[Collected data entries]
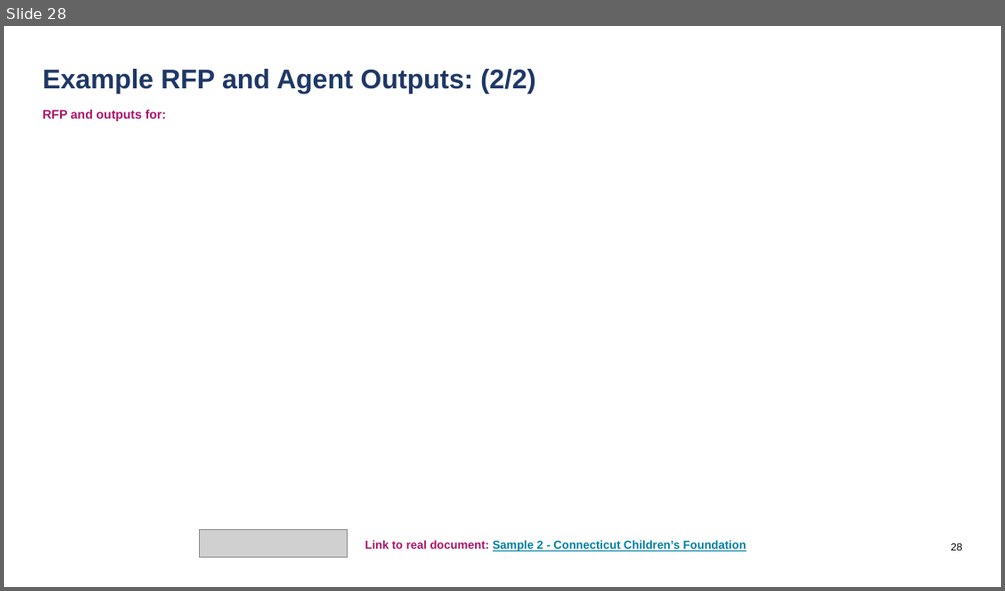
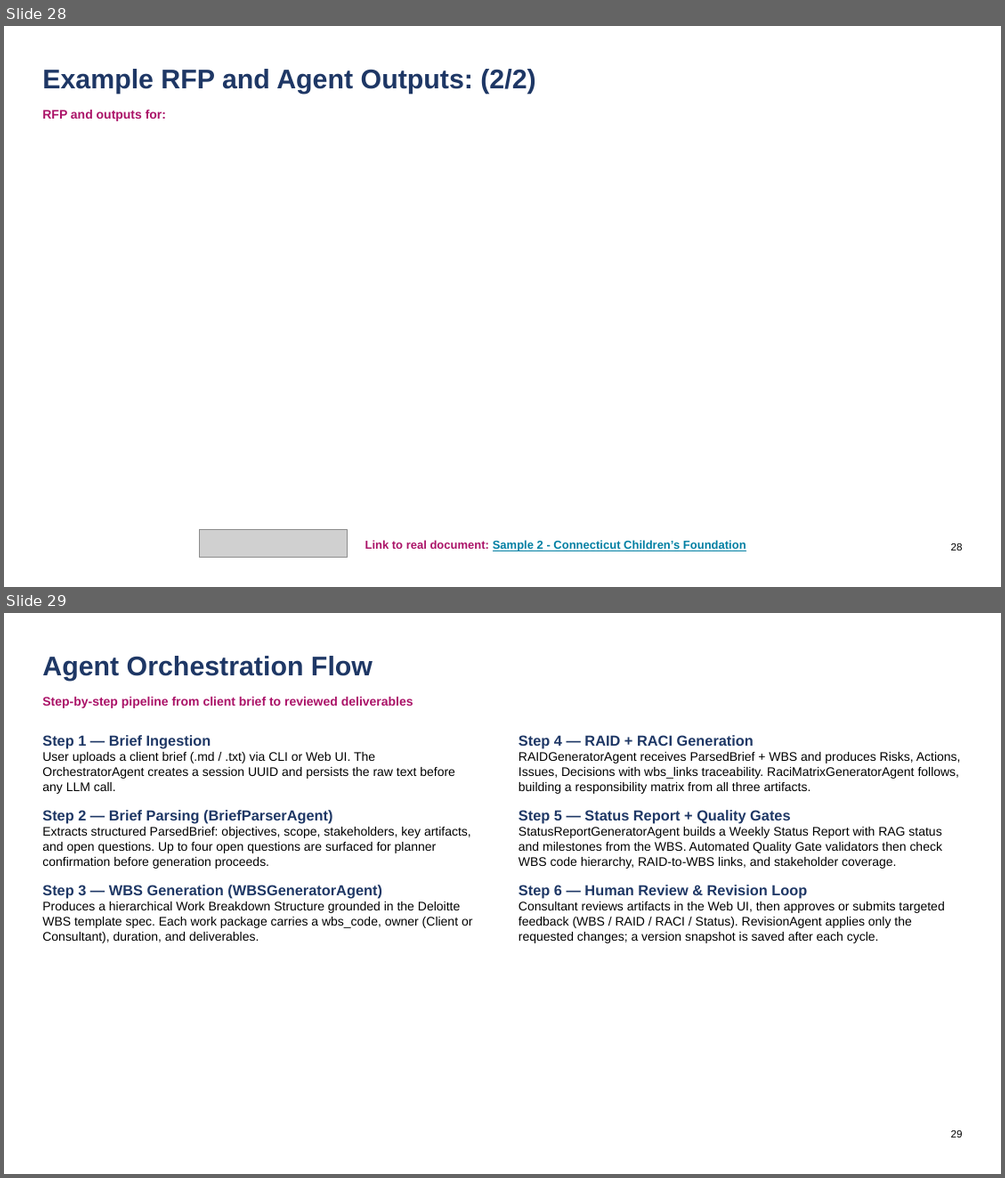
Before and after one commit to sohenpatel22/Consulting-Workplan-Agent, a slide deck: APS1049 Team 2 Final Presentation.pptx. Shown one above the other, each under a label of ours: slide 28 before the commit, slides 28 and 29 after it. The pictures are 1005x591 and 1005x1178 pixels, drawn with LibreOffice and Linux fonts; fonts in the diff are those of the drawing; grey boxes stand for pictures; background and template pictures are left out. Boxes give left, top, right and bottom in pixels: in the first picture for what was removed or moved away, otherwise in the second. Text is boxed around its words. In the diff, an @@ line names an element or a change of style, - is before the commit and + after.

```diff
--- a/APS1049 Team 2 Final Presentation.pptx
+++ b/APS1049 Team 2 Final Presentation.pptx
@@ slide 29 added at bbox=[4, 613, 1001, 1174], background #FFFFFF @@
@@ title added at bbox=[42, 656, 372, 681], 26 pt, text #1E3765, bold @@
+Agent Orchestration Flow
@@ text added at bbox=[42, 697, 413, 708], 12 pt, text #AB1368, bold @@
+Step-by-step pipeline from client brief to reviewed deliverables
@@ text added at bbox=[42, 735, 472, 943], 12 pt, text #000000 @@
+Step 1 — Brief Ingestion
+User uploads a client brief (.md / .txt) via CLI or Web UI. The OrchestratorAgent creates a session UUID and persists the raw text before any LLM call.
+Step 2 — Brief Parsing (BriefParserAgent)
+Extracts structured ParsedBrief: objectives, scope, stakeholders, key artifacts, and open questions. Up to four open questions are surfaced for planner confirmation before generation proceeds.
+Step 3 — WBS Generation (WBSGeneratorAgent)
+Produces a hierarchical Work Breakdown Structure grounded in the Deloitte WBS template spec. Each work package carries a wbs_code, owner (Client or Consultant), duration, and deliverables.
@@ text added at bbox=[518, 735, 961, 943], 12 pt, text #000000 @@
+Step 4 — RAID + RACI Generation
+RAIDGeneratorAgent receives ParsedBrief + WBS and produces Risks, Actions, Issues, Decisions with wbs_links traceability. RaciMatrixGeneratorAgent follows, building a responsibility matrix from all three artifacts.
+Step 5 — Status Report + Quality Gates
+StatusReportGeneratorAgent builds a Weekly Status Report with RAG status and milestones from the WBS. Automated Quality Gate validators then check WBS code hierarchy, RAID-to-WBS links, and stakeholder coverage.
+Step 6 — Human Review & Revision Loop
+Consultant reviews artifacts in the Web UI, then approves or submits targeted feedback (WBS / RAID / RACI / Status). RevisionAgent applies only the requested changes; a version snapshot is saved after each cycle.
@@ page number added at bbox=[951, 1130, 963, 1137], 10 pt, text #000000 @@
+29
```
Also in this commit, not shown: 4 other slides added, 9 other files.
---
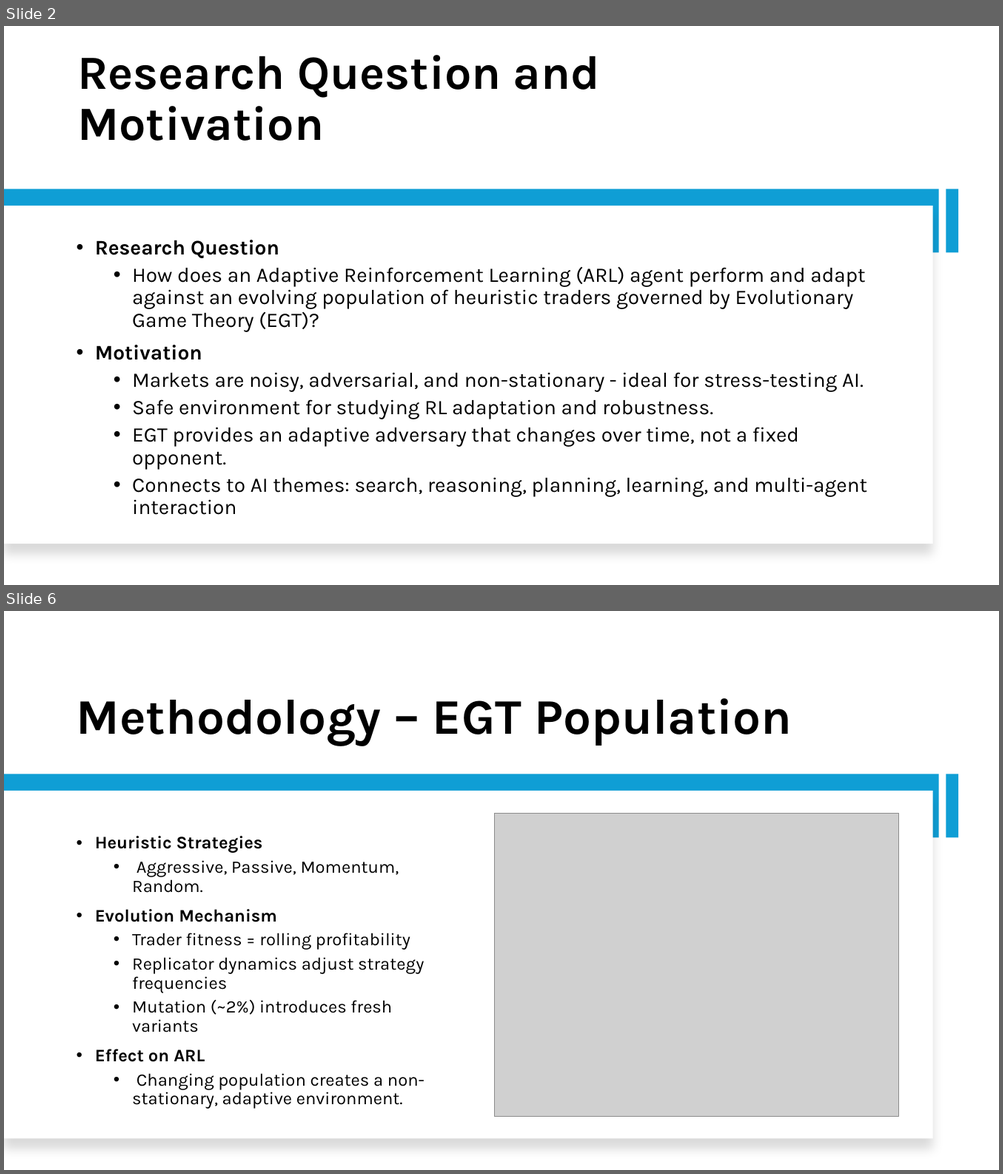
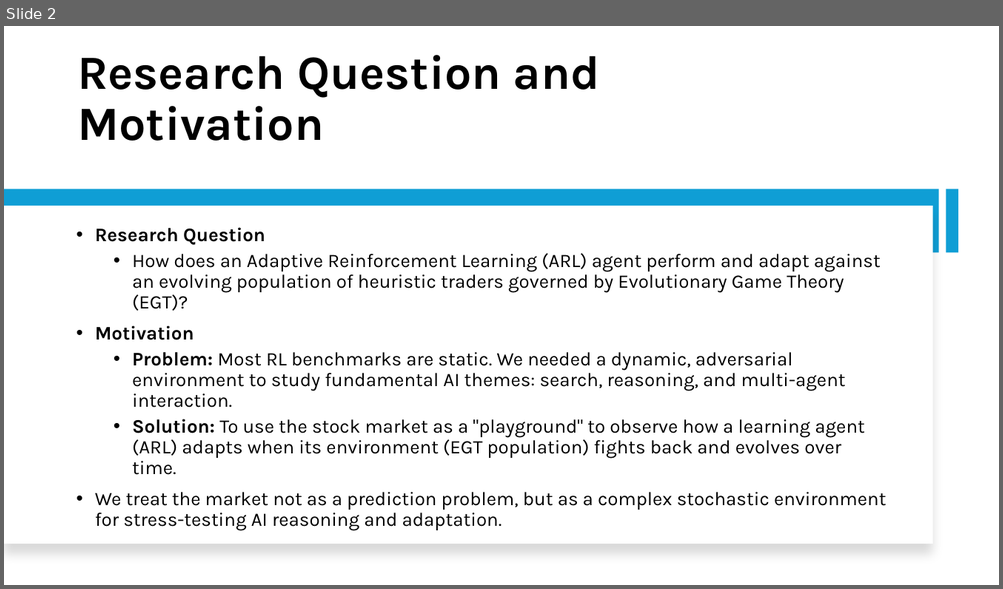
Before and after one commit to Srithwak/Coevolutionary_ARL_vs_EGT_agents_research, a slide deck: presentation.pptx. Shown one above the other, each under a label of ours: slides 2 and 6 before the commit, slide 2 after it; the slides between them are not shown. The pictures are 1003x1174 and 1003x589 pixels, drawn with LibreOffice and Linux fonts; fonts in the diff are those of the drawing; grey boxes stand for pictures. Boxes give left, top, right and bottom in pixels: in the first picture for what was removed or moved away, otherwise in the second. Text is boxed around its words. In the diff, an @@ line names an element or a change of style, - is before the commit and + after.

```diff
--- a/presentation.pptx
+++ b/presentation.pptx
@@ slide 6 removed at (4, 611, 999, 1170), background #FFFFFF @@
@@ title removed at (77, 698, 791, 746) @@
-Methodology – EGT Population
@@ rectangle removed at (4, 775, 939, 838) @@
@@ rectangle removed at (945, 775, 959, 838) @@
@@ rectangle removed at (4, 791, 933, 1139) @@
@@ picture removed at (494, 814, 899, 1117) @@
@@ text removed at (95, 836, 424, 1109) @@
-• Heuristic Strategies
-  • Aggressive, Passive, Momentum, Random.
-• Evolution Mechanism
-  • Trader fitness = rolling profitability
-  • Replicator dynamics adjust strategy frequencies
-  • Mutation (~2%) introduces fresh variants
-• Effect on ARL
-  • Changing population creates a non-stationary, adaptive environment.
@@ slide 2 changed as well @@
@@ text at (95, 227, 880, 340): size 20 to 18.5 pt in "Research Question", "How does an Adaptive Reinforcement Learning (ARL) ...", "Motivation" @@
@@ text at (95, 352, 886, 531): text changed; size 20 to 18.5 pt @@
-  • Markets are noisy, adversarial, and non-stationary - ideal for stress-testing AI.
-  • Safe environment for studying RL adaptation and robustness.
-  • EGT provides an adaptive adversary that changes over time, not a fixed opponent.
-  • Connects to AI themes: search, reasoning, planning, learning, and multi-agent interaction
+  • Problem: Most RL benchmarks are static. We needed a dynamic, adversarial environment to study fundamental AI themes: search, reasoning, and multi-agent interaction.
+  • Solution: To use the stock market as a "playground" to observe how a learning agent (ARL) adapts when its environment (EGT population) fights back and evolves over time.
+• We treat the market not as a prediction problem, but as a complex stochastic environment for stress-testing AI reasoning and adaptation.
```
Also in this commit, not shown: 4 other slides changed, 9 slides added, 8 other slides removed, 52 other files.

> _PROBLEM TO WORK ON_:
Check each line of the records for the string "stress" and copy those that have it.

> _TASK ANSWER_:
-  • Markets are noisy, adversarial, and non-stationary - ideal for stress-testing AI.
+• We treat the market not as a prediction problem, but as a complex stochastic environment for stress-testing AI reasoning and adaptation.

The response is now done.